Beim zweiten Mal küsst es sich besser von Poppy J. Anderson

Seitenzahl der Printausgabe: 108 
Bewertung: 2 Sterne

Kurzbeschreibung:

Eigentlich hatte Kate vorgehabt, sich in der osttexanischen Kleinstadt, in der sie aufgewachsen ist, von dem Schock zu erholen, ihren Verlobten nackt auf ihrer Couch mit der gemeinsamen Nachbarin erwischt zu haben, und etwas Abstand zwischen sich und das Großstadtchaos von Los Angeles zu bringen. Dass ihre Großmutter die besten Kuchen der Welt backt, ist da nur von Vorteil, schließlich wünscht sich Kate, etwas bemuttert und umsorgt zu werden. Unglücklicherweise findet sie sich prompt im Kleinstadttratsch wieder, da ihr ein Flirt mit dem Highschoolfootballtrainer Hugh unterstellt wird! Ausgerechnet mit Hugh, ihrem ehemals besten Freund, der das Privileg besessen hatte, ihr nicht nur den ersten Kuss zu geben, sondern auch andere erste Male mit ihr zu erleben. Doch mit der ersten Liebe ist es wie mit einem Kuchenrezept. Manchmal klappt es beim ersten Anlauf nicht, doch dafür schmeckt der zweite Versuch köstlich.

Meine Meinung:

Kate kehrt in ihrem Heimatort zurück, nachdem sie ihren Verlobten mit der Nachbarin erwischt hat. Sie kündigt ihren Job und flüchtet zu ihrer Großmutter. Dort trifft sie auf ihre erste große Liebe Hugh wieder, der sie in der Vergangenheit sehr verletzt hat.
Doch Kate denkt gar nicht daran an alte Zeiten anzuknüpfen.
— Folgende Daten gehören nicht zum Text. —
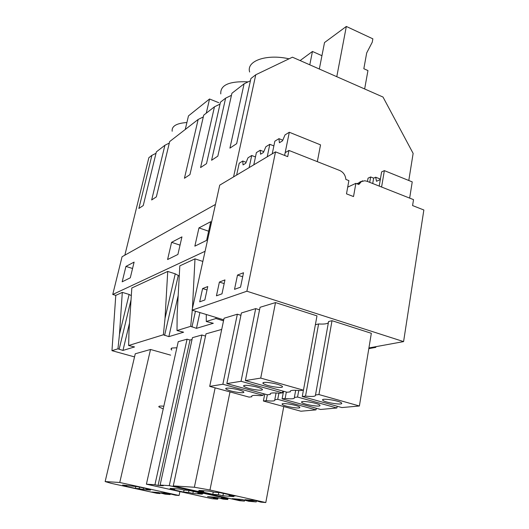 <?xml version="1.0" encoding="UTF-8"?>
<svg xmlns="http://www.w3.org/2000/svg" width="529" height="529" viewBox="0 0 529 529"><rect width="100%" height="100%" fill="white"/><g stroke="black" fill="none" stroke-linecap="round" stroke-linejoin="round"><path stroke-width="0.79" d="M165.022 318.425L167.733 271.43L131.82 287.988L129.003 330.969L128.633 345.516L163.382 334.771L165.022 318.425L175.238 273.824L179.258 276.012M124.851 255.176L148.861 157.708L151.902 155.347L138.863 208.459L143.24 205.556L156.353 151.896L164.916 145.25L151.671 199.975L156.346 196.874L169.664 141.567L198.15 119.468L184.442 178.266L189.937 174.623L203.718 115.15L214.476 106.798L200.577 167.574L206.502 163.646L220.467 102.15L225.625 98.156L211.6 160.267L217.829 156.141L231.914 93.276L244.1 83.813L229.917 148.14L236.661 143.67L250.905 78.537L255.765 74.768L233.567 176.898M198.15 119.468L203.301 116.935M134.531 356.903L111.963 350.667L115.778 295.387L122.305 292.378L119.475 334.288L129.116 294.441L131.318 295.651M122.305 292.378L129.116 294.441M159.996 493.564L156.901 493.299L111.09 483.308L105.145 481.562L119.752 482.488L179.073 495.501L175.383 495.184L167.938 493.339L160.816 492.75L170.12 494.575L165.048 494.146L158.852 492.585L152.041 492.023L159.996 493.564L160.148 492.869M139.2 488.67L143.108 489.523L150.467 490.099L146.5 489.232L150.56 489.543L137.666 486.713L122.655 485.053L126.616 485.92L122.893 485.655L135.371 488.373L139.2 488.67L139.55 487.13M135.371 488.373L135.781 486.581M126.616 485.92L126.748 485.344M146.5 489.232L146.626 488.677M143.108 489.523L143.452 487.983M125.942 266.411L134.108 262.106L130.293 277.818L122.173 281.805L125.942 266.411L132.561 268.501M155.969 492.347L155.857 492.856M157.437 492.473L157.325 492.982M119.752 482.488L150.52 349.477L135.265 353.775L105.145 481.562M179.906 491.593L179.073 495.501M150.52 349.477L170.636 355.144M164.817 493.081L164.704 493.597M166.351 493.207L166.238 493.729M170.278 493.848L170.12 494.575M111.963 350.667L117.947 348.816L122.959 350.429L134.551 346.945L128.633 345.516M122.959 350.429L129.526 323.06M119.118 349.358L131.04 299.87M117.947 348.816L119.475 334.288M172.17 131.252C171.601 126.133 176.514 123.231 186.902 122.53M151.902 155.347L156.009 153.298M164.916 145.25L169.306 143.075M115.778 295.387L112.743 294.474L122.073 256.73L215.448 204.445M112.743 294.474L205.087 251.282M194.857 246.15L198.957 227.893L210.76 221.671L206.614 240.378L194.857 246.15M171.588 242.335L181.943 236.873L177.903 254.462L167.587 259.527L171.588 242.335L180.045 245.152M223.529 320.832L215.938 318.518L206.277 321.506L213.306 323.279L196.451 328.344L190.711 326.32L177.003 330.559L177.155 314.2L179.814 265.856L194.996 258.853L202.838 261.432M167.733 271.43L175.238 273.824M177.003 330.559L183.616 332.199L168.857 336.636L178.187 295.46M163.382 334.771L168.857 336.636M171.78 350.039L171.052 349.345L171.971 348.009L176.878 347.784M221.717 329.422L205.999 333.852L173.261 485.9L194.368 487.242L209.96 489.993L265.796 502.55L260.857 502.133L255.401 500.579L244.94 499.713L256.228 501.928L248.822 501.294L242.064 499.475L232.152 498.655L244.464 501.102L239.531 500.679L173.261 485.9M146.407 484.187L178.24 341.668L187.074 339.182L190.03 340.041L158.065 485.424L163.276 485.767L160.115 485.06L169.267 485.642L227.192 498.549L221.314 498.06L227.787 499.495L223.079 499.098L216.467 497.353L207.573 496.619L217.974 498.662L213.458 498.278L217.65 499.204L212.155 498.728L146.407 484.187L154.937 484.729L158.065 485.424M192.034 339.486L190.03 340.041M160.115 485.06L192.43 337.674L201.88 335.009L205.517 336.087M249.655 72.023C246.071 61.014 266.299 53.667 289.046 58.818M255.765 74.768L292.444 57.192L383.003 97.038L413.136 153.403L408.791 180.488M218.788 102.719L209.55 98.989L188.476 115.884L185.256 129.473M220.791 93.917C220.137 85.149 229.037 81.116 247.499 81.816M368.812 348.637L375.782 347.368L374.426 346.945M223.741 319.827L215.984 317.46L215.938 318.518M206.277 321.506L206.277 314.504M191.974 327.015L195.452 311.204M196.451 328.344L199.902 312.56M190.711 326.32L192.278 310.232M194.996 258.853L192.43 308.48M375.993 346.654L375.782 347.368M225.625 98.156L231.451 95.319M244.1 83.813L250.415 80.772M203.824 490.76L203.678 491.461L198.236 491.071L212.784 494.317L213.253 492.016M212.784 494.317L218.371 494.741L218.814 492.545M203.678 491.461L199.043 490.423L209.398 491.15L214.113 492.208L219.958 492.631L235.068 496.023L229.077 495.567L229.249 494.714M223.39 493.398L222.921 495.759L233.712 496.605L229.077 495.567M222.921 495.759L218.371 494.741M251.83 500.282L251.711 500.91M249.582 500.097L249.457 500.725M256.439 500.811L256.228 501.928M236.701 499.032L236.582 499.641M238.837 499.204L238.718 499.819M244.61 500.348L244.464 501.102M215.138 387.863L194.368 487.242M229.989 391.91L209.96 489.993M283.756 406.556L265.796 502.55M198.957 227.893L208.644 231.219M188.549 492.453L192.86 493.412L202.283 494.146L197.892 493.173L203.116 493.57L188.813 490.39L183.728 490.026L179.265 489.034L170.245 488.399L174.63 489.371L169.875 489.027L183.662 492.082L188.549 492.453L188.972 490.423M183.662 492.082L184.092 490.052M174.63 489.371L174.768 488.717M197.892 493.173L198.044 492.446M192.86 493.412L193.283 491.388M211.931 496.982L211.812 497.558M213.848 497.141L213.729 497.723M218.16 497.729L217.974 498.662M217.763 498.642L217.65 499.204M187.074 339.182L154.937 484.729M201.88 335.009L169.267 485.642M227.311 497.954L227.192 498.549M228.059 498.12L227.787 499.495M164.612 335.406L178.227 275.688M214.476 106.798L220.031 104.094M209.55 98.989L206.277 113.16M413.519 199.638L366.987 181.262L364.726 180.766L361.347 181.612L358.834 184.515L355.865 183.351L353.524 196.563L346.495 193.859L348.876 180.614L345.873 179.437C345.424 175.192 343.381 172.209 339.75 170.503L288.953 150.441L287.703 156.65L275.51 151.869L246.884 291.214L403.587 341.602L423.855 209.987L412.58 205.569L413.519 199.638M282.784 140.192L278.948 138.658L279.405 142.744L282.499 140.853L285.025 134.902L289.303 132.257L284.615 155.44L285.184 152.643L288.953 150.441M275.51 151.869L219.714 185.163L192.06 310.166L246.884 291.214M204.829 299.983L207.758 286.553L202.6 288.543L199.691 301.828L204.829 299.983M237.508 275.06L234.519 289.337L240.516 287.187L243.512 272.739L237.508 275.06L242.679 276.753M221.982 293.833L216.44 295.823L219.396 282.056L224.951 279.914L221.982 293.833M260.724 378.09L275.503 302.588L316.983 315.879L303.454 390.177L260.724 378.09L245.377 380.589L260.056 307.289L275.503 302.588M318.934 394.555L359.389 405.994L371.332 333.296L332.02 320.7L328.582 321.533L315.502 394.951L318.934 394.555L332.02 320.7M322.545 399.845L322.842 400.36C325.024 402.509 341.668 405.207 341.78 403.429L341.476 402.873C339.248 400.698 322.359 398.013 322.545 399.845M278.102 387.367C281.765 387.585 283.134 387.215 282.221 386.249C279.14 384.444 274.134 383.168 267.198 382.421C263.601 382.222 262.252 382.593 263.151 383.532C266.206 385.337 271.185 386.613 278.102 387.367M328.364 322.763C327.034 323.907 323.781 324.303 318.597 323.953L305.531 396.115L302.257 396.492L341.84 407.561L359.389 405.994M305.531 396.115C312.685 396.829 316.011 396.439 315.502 394.951M303.454 390.177L300.088 390.607C292.821 389.913 289.561 390.329 290.328 391.85L287.121 392.26L245.377 380.589M318.597 323.953L315.37 324.74M302.257 396.492L303.408 390.184M359.713 183.074L356.791 183.715M368.925 347.95L403.587 341.602M215.984 317.46L192.06 310.166M237.349 314.2L222.854 384.246L209.709 386.388L224.071 318.24L237.349 314.2L240.913 315.304M255.692 308.619L241.045 381.29L226.862 383.598L241.396 312.97L255.692 308.619L259.547 309.829M347.705 187.134L355.865 183.351M219.396 282.056L224.164 283.59M298.753 390.475L297.549 397.041L336.88 408.004L337.185 406.259M241.045 381.29L282.512 392.849L282.85 391.063M258.37 390.118C261.736 390.329 263.019 390.005 262.212 389.146C259.243 387.407 254.37 386.163 247.585 385.403C244.286 385.205 243.029 385.529 243.823 386.375C246.765 388.101 251.619 389.351 258.37 390.118M301.556 402.073L301.821 402.503C303.825 404.533 320.157 407.251 320.052 405.525L319.781 405.062C317.744 403.005 301.166 400.301 301.556 402.073M226.862 383.598L267.396 394.779L270.365 394.403C269.479 392.954 272.488 392.571 279.398 393.245L282.512 392.849M286.341 392.042L285.138 398.482L282.109 398.833L320.614 409.459L336.88 408.004M297.549 397.041L294.375 397.411C295.023 398.82 291.948 399.183 285.138 398.482M295.685 390.276L294.375 397.411M282.109 398.833L283.531 391.255M202.6 288.543L207.018 289.938M278.902 393.192L277.738 399.342L316.011 409.869L316.296 408.269M222.854 384.246L263.118 395.322L263.442 393.688M240.093 392.663C243.195 392.868 244.391 392.591 243.684 391.81C240.814 390.144 236.066 388.927 229.441 388.16C226.392 387.969 225.222 388.253 225.916 389.013C228.766 390.673 233.487 391.89 240.093 392.663M282.083 404.136L282.307 404.487C284.152 406.411 300.188 409.135 299.883 407.469L299.645 407.085C297.774 405.141 281.514 402.424 282.083 404.136M263.118 395.322L260.235 395.692C253.656 395.031 250.858 395.388 251.85 396.763L249.093 397.114L209.709 386.388M267.357 394.766L266.213 400.684L263.396 401.008L300.882 411.218L316.011 409.869M277.738 399.342L274.789 399.686C275.563 401.028 272.706 401.366 266.213 400.684M276.072 392.961L274.789 399.686M263.396 401.008L264.745 394.045M163.223 408.897L158.984 406.973C158.264 406.133 159.877 405.875 163.825 406.206M321.943 55.704L312.454 51.465L309.782 64.822M312.454 51.465L300.122 60.57M336.781 76.698L346.33 26.45L372.866 38.835L372.257 42.214L366.696 52.913L363.833 68.717L367.953 70.575L364.646 88.965M346.33 26.45L324.522 42.551L319.324 69.021M255.467 156.948L251.711 155.5L248.022 157.781L245.714 163.282L243.036 164.916L242.758 161.028L239.207 163.23L236.642 175.059M251.711 155.5L249.133 167.607M246.117 162.31L242.758 161.028M359.74 182.426L359.819 181.976L362.828 180.978M362.372 180.799L362.312 181.143M273.87 145.905L269.816 144.305L265.849 146.758L263.435 152.478L260.559 154.23L260.202 150.249L256.386 152.61L253.801 164.823M269.816 144.305L267.218 156.822M263.786 151.644L260.202 150.249M379.207 186.089L381.614 171.892L384.358 170.629L412.236 181.883L409.658 198.111M380.298 179.067L375.663 177.215L376.516 181.275L380.02 179.695L380.457 178.716M367.476 181.454L368.045 178.174L370.664 176.957L373.639 178.141L375.663 177.215M384.358 170.629L381.588 187.028M370.664 176.957L369.731 182.346M373.639 178.141L372.714 183.523M289.303 132.257L320.534 144.867L317.327 161.649M278.948 138.658L274.842 141.197L272.237 153.827M171.297 348.274L171.052 349.345M323.001 399.481L322.842 400.36M263.336 382.586L263.151 383.532M356.877 183.748L360.983 181.857M243.988 385.542L243.823 386.375M301.96 401.723L301.821 402.503M226.068 388.279L225.916 389.013M282.44 403.799L282.307 404.487"/></g></svg>

Eigentlich mag ich die Romane von Poppy J. Anderson, aber diese Geschichte hat mir nicht so sehr gefreut. Es liegt wahrscheinlich daran, dass es sich nur um eine Kurzgeschichte handelt. Mir fehlt bei dieser Geschichte einfach die Tiefe, irgendwie auch die Gefühle und vor allem die humorvollen Dialoge, die ich aus ihren anderen Romanen kenne.

Um die Geschichte besser verstehe zu können, hat man immer mal wieder Kapitel die in der Vergangenheit spielen. Das war auf der einen Seite interessant, aber irgendwie überflüssig. Irgendwie hätte es mir gefallen wenn die Story nur in der Gegenwart spielt, dann hätte man vielleicht etwas tiefer gehen können.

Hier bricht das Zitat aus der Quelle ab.